*Try it*
I need every line that includes the word "English" copied from the material.

*Provided records*
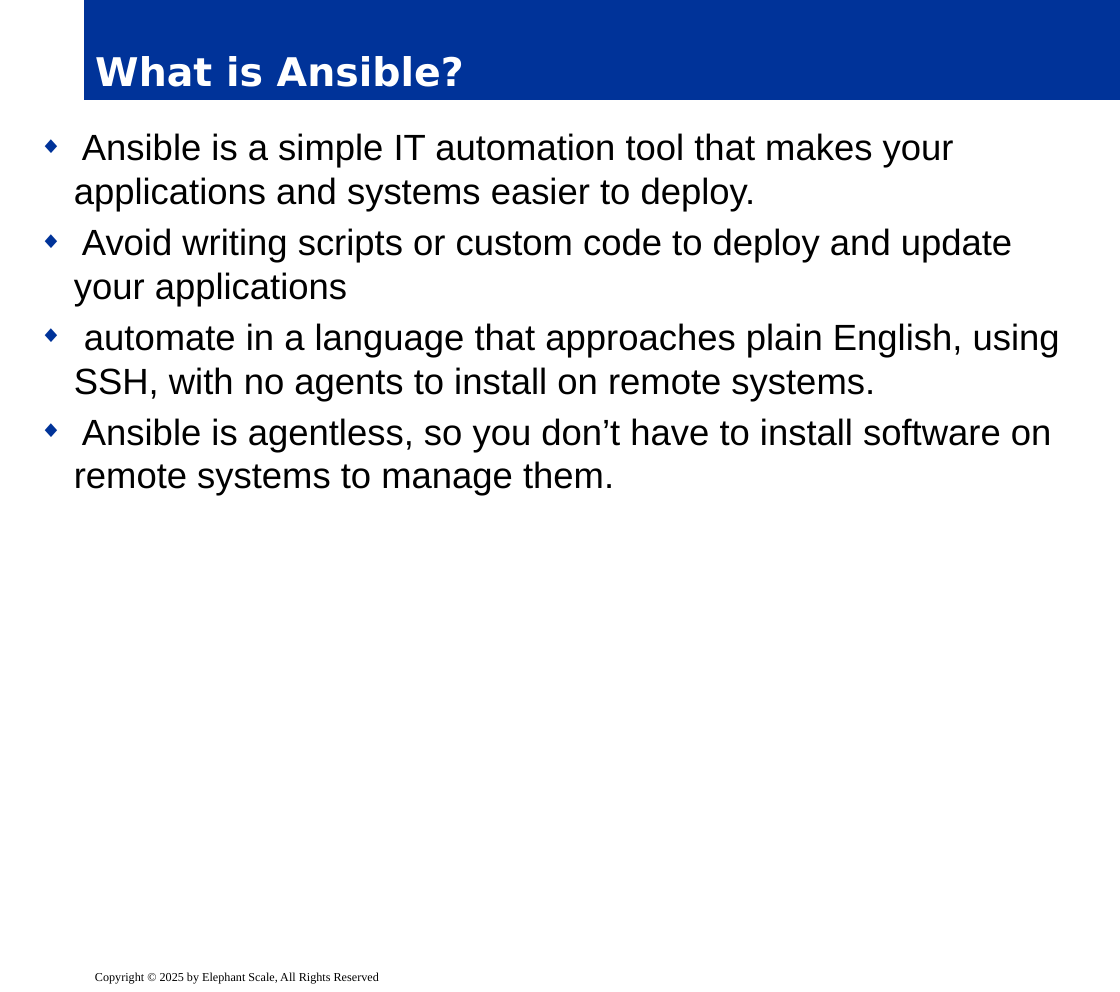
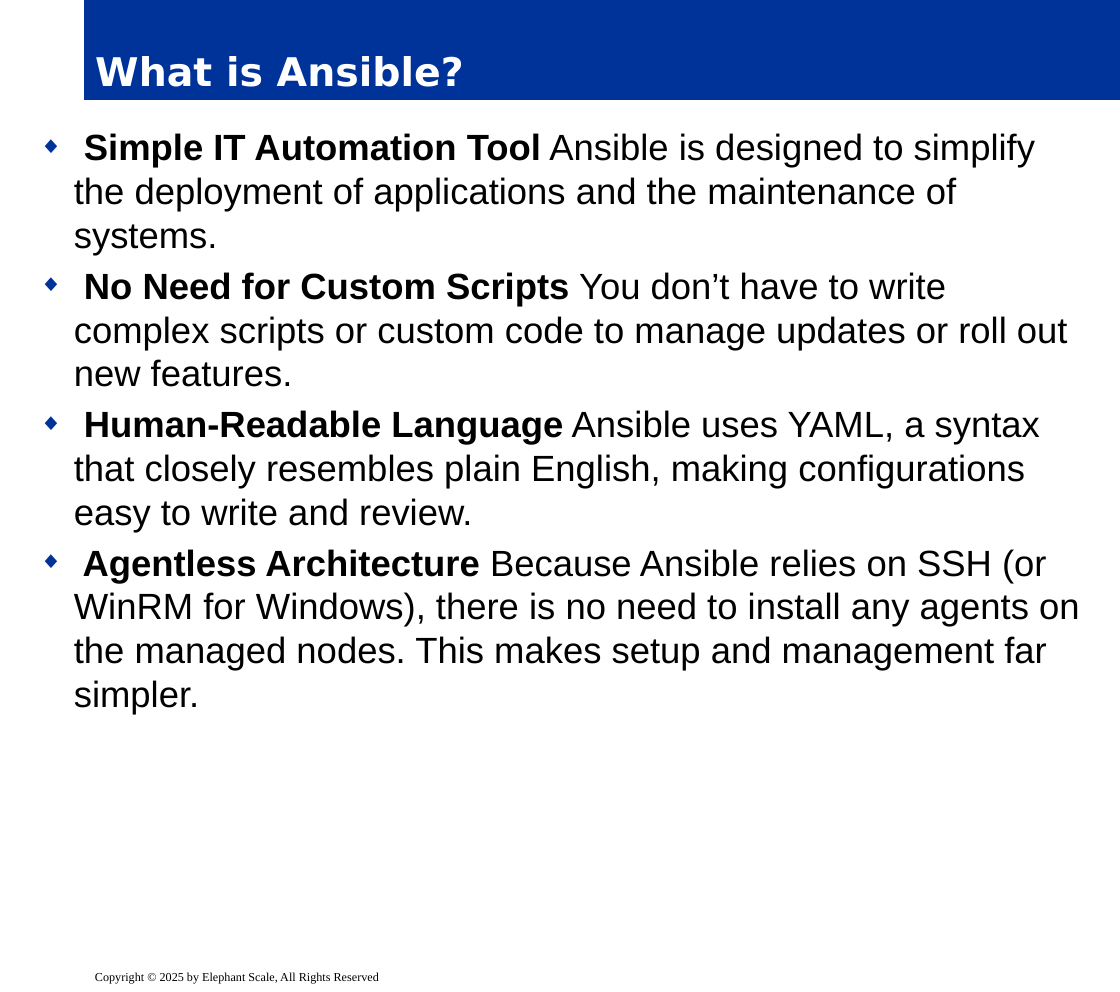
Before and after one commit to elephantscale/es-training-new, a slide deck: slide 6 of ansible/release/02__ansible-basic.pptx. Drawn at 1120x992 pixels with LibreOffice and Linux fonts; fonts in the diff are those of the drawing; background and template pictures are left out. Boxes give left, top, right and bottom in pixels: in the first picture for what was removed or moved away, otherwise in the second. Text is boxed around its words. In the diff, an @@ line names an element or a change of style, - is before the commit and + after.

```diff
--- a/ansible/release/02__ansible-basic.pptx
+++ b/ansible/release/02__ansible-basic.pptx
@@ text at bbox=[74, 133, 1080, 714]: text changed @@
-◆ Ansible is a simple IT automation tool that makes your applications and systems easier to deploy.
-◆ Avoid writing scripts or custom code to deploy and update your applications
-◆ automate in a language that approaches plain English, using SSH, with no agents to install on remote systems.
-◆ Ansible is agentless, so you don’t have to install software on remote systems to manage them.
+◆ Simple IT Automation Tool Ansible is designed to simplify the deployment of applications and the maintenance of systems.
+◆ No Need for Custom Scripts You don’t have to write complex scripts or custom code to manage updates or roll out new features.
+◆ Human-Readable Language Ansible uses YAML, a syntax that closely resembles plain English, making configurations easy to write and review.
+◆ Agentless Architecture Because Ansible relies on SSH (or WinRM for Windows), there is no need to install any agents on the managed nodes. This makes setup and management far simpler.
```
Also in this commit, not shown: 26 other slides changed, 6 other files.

*Problem solution*
-◆ automate in a language that approaches plain English, using SSH, with no agents to install on remote systems.
+◆ Human-Readable Language Ansible uses YAML, a syntax that closely resembles plain English, making configurations easy to write and review.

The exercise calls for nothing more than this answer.